The U.S. State Department has confirmed that Iran has jailed a third Iranian-American and is preventing a fourth from leaving the country. VOA's David Gollust reports from the State Department.
State Department officials say there has been no formal notice from Iran on the status of California businessman Ali Shakeri.
But they say that given explicit Iranian media reporting this week of his detention and spy allegations against him, there is no longer any doubt about his status.
Shakeri, affiliated with a non-governmental conflict-resolution group - the University of California at Irvine's Center for Citizen Peacebuilding - was supposed to have flown to Europe earlier this month after visiting his native Iran but never arrived at his destination.
The Iranian newspaper Kayhan, linked to political hard-liners in Tehran, said Wednesday Shakeri has been jailed and accused of being a CIA agent and having links to Iranian opposition groups seeking to overthrow the country's Islamic leadership.
In a talk with reporters, State Department Deputy Spokesman Tom Casey said Shakeri is the fourth Iranian-American to be jailed or detained in Iran in what he said was a "disturbing pattern" of harassment of U.S. citizens in Iran on family business or other innocent activity.
Casey said the suggestion that Shakeri is a U.S. spy or agent is completely unfounded.
"As with the other cases here, it's simply ridiculous," he said. "He has no standing with the U.S. government. He is not a U.S. government official. He is not operating or acting on behalf of the U.S. government. He's a private citizen who has been engaged, again, in the kinds of pretty straight-forward academic research and people to people exchanges that have traditionally been things that have been beyond the political issues between our two governments."
The accusations against Shakeri mirror those against two other recently-detained Iranian-American scholars, Haleh Esfandiari of Washington's Woodrow Wilson Center for International Scholars, and Kian Tajbakhsh of the New York-based Open Society Institute.
The other Iranian-American, journalist Parnaz Azima of the U.S.-funded Radio Farda, has not been jailed. But her passport was confiscated and she has been barred from leaving Iran since January after going there for a family visit.

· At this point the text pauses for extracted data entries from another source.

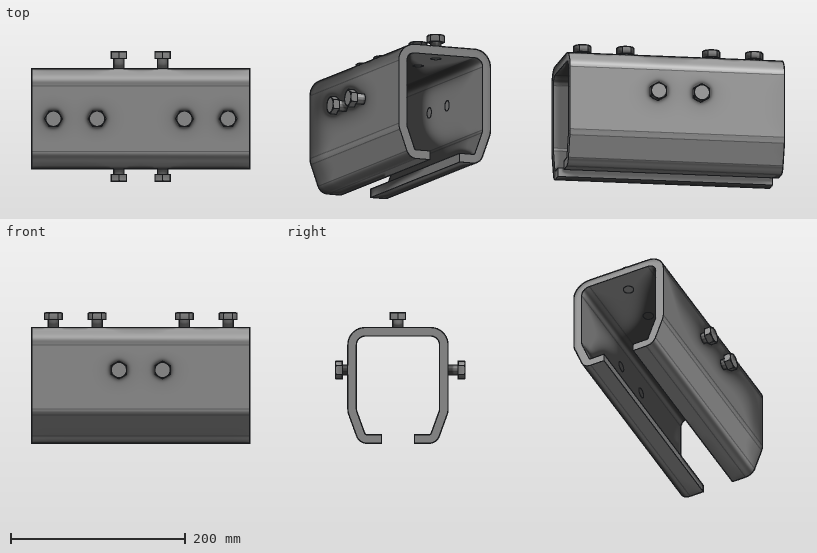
import cadquery as cq
import math

LENGTH = 250.0
WIDTH = 115.0
HEIGHT = 132.8
WALL = 10.0
SLOT_WIDTH = 37.5
BEND_HEIGHT = 36.0
BEND_ANGLE = 20.0
TOP_INNER_RADIUS = 10.0
BEND_INNER_RADIUS = 10.0
LIP_INNER_RADIUS = 2.5

SHANK_DIAMETER = 12.0
HEAD_SIDES = 6
HEAD_FLATS = 17.8
HEAD_HEIGHT = 8.0
HEAD_CHAMFER_ANGLE = 30.0
HEAD_FACE_DIAMETER = 17.5

TOP_STANDOFF = 9.0
FRONT_STANDOFF = 6.2
BACK_STANDOFF = 11.5

BOLT_PITCH = 50.0
END_MARGIN = 25.0
SIDE_BOLT_HEIGHT = 84.0

TOP_BOLT_XS = [
    END_MARGIN,
    END_MARGIN + BOLT_PITCH,
    LENGTH - END_MARGIN - BOLT_PITCH,
    LENGTH - END_MARGIN,
]
SIDE_BOLT_XS = [LENGTH / 2 - BOLT_PITCH / 2, LENGTH / 2 + BOLT_PITCH / 2]


def channel_prism(offset):
    """Solid prism along X with the channel's rounded outer shape, shrunk inward by offset."""
    tilt = math.radians(BEND_ANGLE)
    half_width = WIDTH / 2 - offset
    bend_z = BEND_HEIGHT + offset * math.tan(tilt / 2)
    bottom_half_width = half_width - (bend_z - offset) * math.tan(tilt)
    outline = [
        (-bottom_half_width, offset),
        (bottom_half_width, offset),
        (half_width, bend_z),
        (half_width, HEIGHT - offset),
        (-half_width, HEIGHT - offset),
        (-half_width, bend_z),
    ]
    growth = WALL - offset
    prism = cq.Workplane("YZ").polyline(outline).close().extrude(LENGTH)
    prism = prism.edges("|X").edges(">Z").fillet(TOP_INNER_RADIUS + growth)
    prism = prism.edges("|X").edges("<Z").fillet(LIP_INNER_RADIUS + growth)
    bend_edges = cq.selectors.BoxSelector(
        (0, -WIDTH, bend_z - WALL / 4), (LENGTH, WIDTH, bend_z + WALL / 4)
    )
    return prism.edges("|X").edges(bend_edges).fillet(BEND_INNER_RADIUS + growth)


def make_bolt(standoff):
    """Bolt along +Z: shank from the rail's inner face (Z = -WALL), head above the standoff."""
    head_corners = HEAD_FLATS / math.cos(math.pi / HEAD_SIDES)
    slope = math.tan(math.radians(HEAD_CHAMFER_ANGLE))
    head = cq.Workplane("XY").workplane(offset=standoff).polygon(HEAD_SIDES, head_corners).extrude(HEAD_HEIGHT)
    chamfer_cone = cq.Workplane(
        cq.Solid.makeCone(
            HEAD_FACE_DIAMETER / 2 + HEAD_HEIGHT / slope,
            HEAD_FACE_DIAMETER / 2,
            HEAD_HEIGHT,
            pnt=cq.Vector(0, 0, standoff),
        )
    )
    shank = cq.Workplane("XY").workplane(offset=-WALL).circle(SHANK_DIAMETER / 2).extrude(WALL + standoff)
    return head.intersect(chamfer_cone).union(shank)


def make_top_bolt(x):
    return make_bolt(TOP_STANDOFF).translate((x, 0, HEIGHT))


def make_side_bolt(x, side, standoff):
    """Side bolt with two head corners up and down; side is -1 for the front, +1 for the back."""
    bolt = make_bolt(standoff).rotate((0, 0, 0), (0, 0, 1), 90)
    bolt = bolt.rotate((0, 0, 0), (1, 0, 0), -90 * side)
    return bolt.translate((x, side * WIDTH / 2, SIDE_BOLT_HEIGHT))


bolts = [make_top_bolt(x) for x in TOP_BOLT_XS]
for x in SIDE_BOLT_XS:
    bolts.append(make_side_bolt(x, -1, FRONT_STANDOFF))
    bolts.append(make_side_bolt(x, 1, BACK_STANDOFF))

rail = channel_prism(0).cut(channel_prism(WALL))
rail = rail.cut(cq.Workplane("XY").box(LENGTH, SLOT_WIDTH, WALL, centered=(False, True, False)))
for bolt in bolts:
    rail = rail.cut(bolt)

result = cq.Compound.makeCompound([rail.val(), *[bolt.val() for bolt in bolts]])

Spokesman Casey said the United States has asked for consular access to the four U.S. citizens by the Swiss Embassy in Tehran which looks after U.S. interests in Iran, but that there has been no Iranian response.
Casey also said the United States is still seeking information from Iran on the status of Robert Levinson, a retired former U.S. FBI agent who went missing after arriving at the Iranian Persian Gulf resort of Kish Island in March.
The United States has made several official inquiries about Levinson through the Swiss channel but been told that Iran has no information on his whereabouts.
Casey said it is clear that Levinson arrived in Iran and that there is no indication that he left, and that Iran "ought to be able" to provide some information about him.